第139章

作品:《云知道

    她装模作样打了个哈欠。

    云霁知道她的脾气,也纵容她的脾气,哪怕是在自己的心情都不大好的情况下。她这么做,无非是觉得不安,如果睡在他身旁,能让她心里踏实点,那也无妨。

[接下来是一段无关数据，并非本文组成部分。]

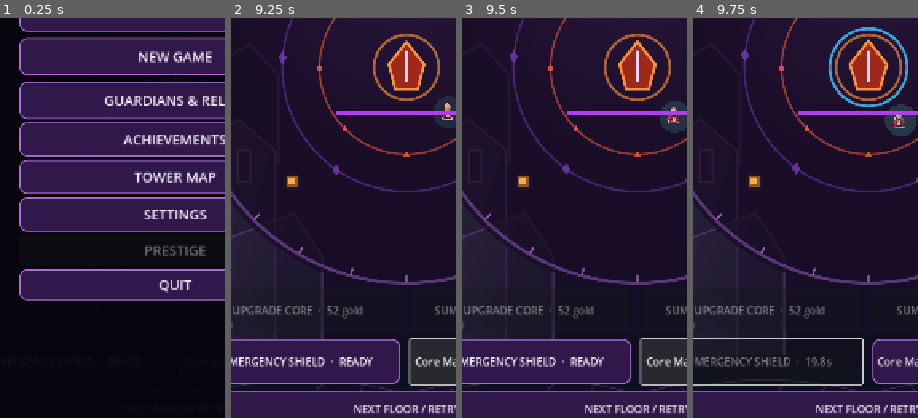
Above: before the commit, frames 1-4 (left to right).
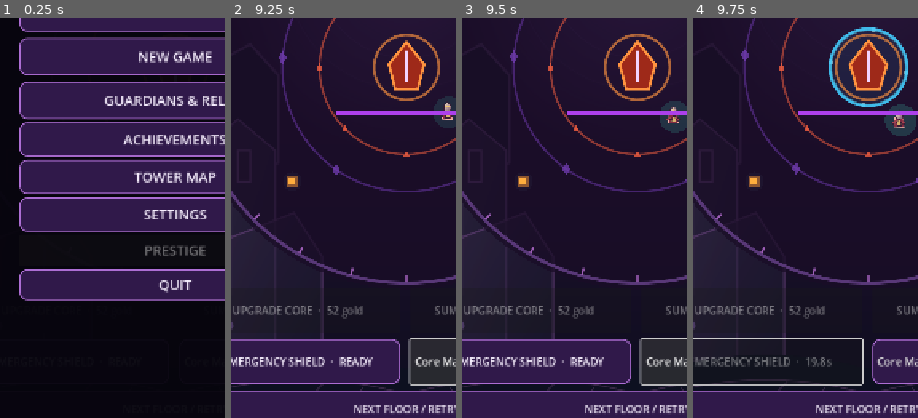
Above: after the commit, the same moments.

Repository: kage049754/Core-Guardian-Demon-Lord-s-Tower
Game: Godot game, scene res://scenes/main.tscn
Same seed, same stepped clock (60 frames per second), same inputs: the game is played once before the commit and once after it.
Inputs:
- Up to frame 1 (0.25 s): no input
- Up to frame 2 (9.25 s): click "EMERGENCY SHIELD · READY" at 0.5 s; click "EMERGENCY SHIELD · READY" at 1.25 s; click "NEXT FLOOR / RETRY" at 2 s; click "NEXT FLOOR / RETRY" at 2.75 s; click "NEXT FLOOR / RETRY" at 3.5 s; click "NEW GAME" at 4.25 s; click "NEW GAME" at 5 s; click "CONTINUE TOWER" at 5.75 s; click "CONTINUE TOWER" at 6.5 s; click "OK" at 7.25 s; click "Core Mastery" at 8 s; click "Core Mastery" at 8.75 s
- Up to frame 3 (9.5 s): no input
- Up to frame 4 (9.75 s): click "EMERGENCY SHIELD · READY" at 9.5 s
The pictures show only the part of the screen within x 11-61%, y 43-93%; the shares and areas given below are measured in that part.

Frames 1-3 are identical in both runs. In frame 4, 0.5% of the frame differs, in the area x 60-96%, y 2-23%.

Commit message:
vfx: add animated visual feedback for active core shields

Diff:
--- a/scripts/main.gd
+++ b/scripts/main.gd
@@ -1376,7 +1376,18 @@
 		var a := TAU * float(i) / 6.0 + game_clock * 0.04
 		var rune := center + Vector2(cos(a), sin(a)) * outer_radius * 0.60
 		draw_colored_polygon(PackedVector2Array([rune + Vector2(0, -10), rune + Vector2(7, 0), rune + Vector2(0, 10), rune + Vector2(-7, 0)]), Color(0.45, 0.24, 0.7, 0.75))
-	# The original crystal is drawn procedurally to keep this first slice asset-independent.
+	# Active shield skill: a pulsing barrier is a visual response to the saved combat state.
+	if shield > 0.0:
+		var shield_pulse := sin(game_clock * 5.0) * 3.0
+		var shield_alpha := clampf(0.30 + shield / 180.0, 0.30, 0.78)
+		if not reduced_effects:
+			draw_circle(center, 62.0 + shield_pulse, Color(0.18, 0.78, 1.0, shield_alpha * 0.16))
+		draw_arc(center, 62.0 + shield_pulse, 0.0, TAU, 72, Color(0.36, 0.88, 1.0, shield_alpha), 4.0, true)
+		for shield_rune in range(4):
+			var shield_angle := game_clock * 0.7 + TAU * float(shield_rune) / 4.0
+			var shield_point := center + Vector2(cos(shield_angle), sin(shield_angle)) * (62.0 + shield_pulse)
+			draw_circle(shield_point, 4.0, Color(0.75, 0.97, 1.0, shield_alpha))
+	# The core crystal changes color and shape emphasis with its selected evolution.
 	var pulse := 1.0 + sin(game_clock * 2.5) * 0.06
 	var core := PackedVector2Array([
 		center + Vector2(0, -43 * pulse), center + Vector2(30 * pulse, -5),

    他是歌手,不是演员,无法收放自如地戴上面具。

    但毋庸置疑的是,他不想和她吵架,不想失去她,所有的情绪都只能轻拿轻放。

    他没想到,她想的,并不是睡在他身旁这么简单。

    这是这么多日子以来,两人第一次同榻而眠。

    身侧的人在被子里翻来覆去,发出窸窸窣窣的声响,睡个觉被她弄得跟老鼠偷吃东西一样,响来响去不停。

    云霁正要问她是不是失眠,要下去给她做点安眠汤时,一只冰腻腻的手从睡衣下摆伸了进来。

    他浑身一僵,按住她的手。

    宋浣溪感受到覆在她手背的大掌,是多么滚烫。手心的触感亦然。比起手背的粗粝,手心的体会是坚硬。

    但她知道,还有比腹肌更坚硬的地方。

    他并没使什么力,这对宋浣溪来说,无疑是暗示。

    欲拒还迎的手段罢了,她这般想。

    其实压根不用游移,单从手臂避无可避的一大包也能知道,他有多么渴望她。

    渴望到,仅一瞬,就完成了柔软到坚硬的转变。

    “好冷呀。”

    她凑到他耳根,坏心眼地呼气,娇娇软软地叫他的名字。

    “我好冷呀,云霁。你看看,我的手是不是很冰?”

    语气不正经极了,说出的话,倒像是正话一样。完全符合她胆大妄为、胡作非为的个性。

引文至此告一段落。